(Entries taken from a collection)
——

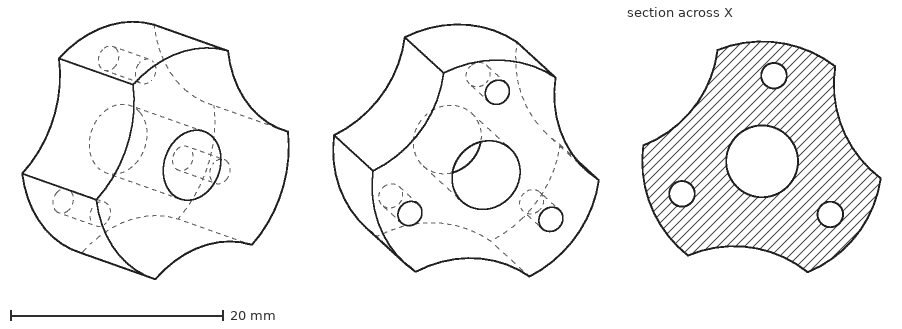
import cadquery as cq
import math

thickness = 11.83
outer_diameter = 22.6
bore_diameter = 6.75
lobe_count = 3
first_lobe_angle = 97.9

scallop_radius = 11.09
scallop_center_distance = 19.27

hole_diameter = 2.38
hole_circle_radius = 8.15
hole_depth = thickness / 2

lobe_spacing = 360.0 / lobe_count


def polar_point(radius, angle):
    """Return the (Y, Z) point at a radius and an angle in degrees."""
    radians = math.radians(angle)
    return (radius * math.cos(radians), radius * math.sin(radians))


def ring_of_points(radius, start_angle):
    """Return one (Y, Z) point per lobe, evenly spread around the axis."""
    return [polar_point(radius, start_angle + i * lobe_spacing) for i in range(lobe_count)]


def cylinders(points, diameter, length):
    """Make cylinders that start on the -X face and run along +X."""
    return cq.Workplane("YZ").pushPoints(points).circle(diameter / 2).extrude(length)


axis = [(0, 0)]
body = cylinders(axis, outer_diameter, thickness)
bore = cylinders(axis, bore_diameter, thickness)

scallop_centers = ring_of_points(scallop_center_distance, first_lobe_angle + lobe_spacing / 2)
scallops = cylinders(scallop_centers, 2 * scallop_radius, thickness)

hole_centers = ring_of_points(hole_circle_radius, first_lobe_angle)
holes = cylinders(hole_centers, hole_diameter, hole_depth)

result = body.cut(scallops).cut(bore).cut(holes)

——

**EXERCISE**
Reproduce exactly the lines from the one with "return (radius *" through the end of the entries above, both ends included.

**SOLVED EXERCISE**
    return (radius * math.cos(radians), radius * math.sin(radians))


def ring_of_points(radius, start_angle):
    """Return one (Y, Z) point per lobe, evenly spread around the axis."""
    return [polar_point(radius, start_angle + i * lobe_spacing) for i in range(lobe_count)]


def cylinders(points, diameter, length):
    """Make cylinders that start on the -X face and run along +X."""
    return cq.Workplane("YZ").pushPoints(points).circle(diameter / 2).extrude(length)


axis = [(0, 0)]
body = cylinders(axis, outer_diameter, thickness)
bore = cylinders(axis, bore_diameter, thickness)

scallop_centers = ring_of_points(scallop_center_distance, first_lobe_angle + lobe_spacing / 2)
scallops = cylinders(scallop_centers, 2 * scallop_radius, thickness)

hole_centers = ring_of_points(hole_circle_radius, first_lobe_angle)
holes = cylinders(hole_centers, hole_diameter, hole_depth)

result = body.cut(scallops).cut(bore).cut(holes)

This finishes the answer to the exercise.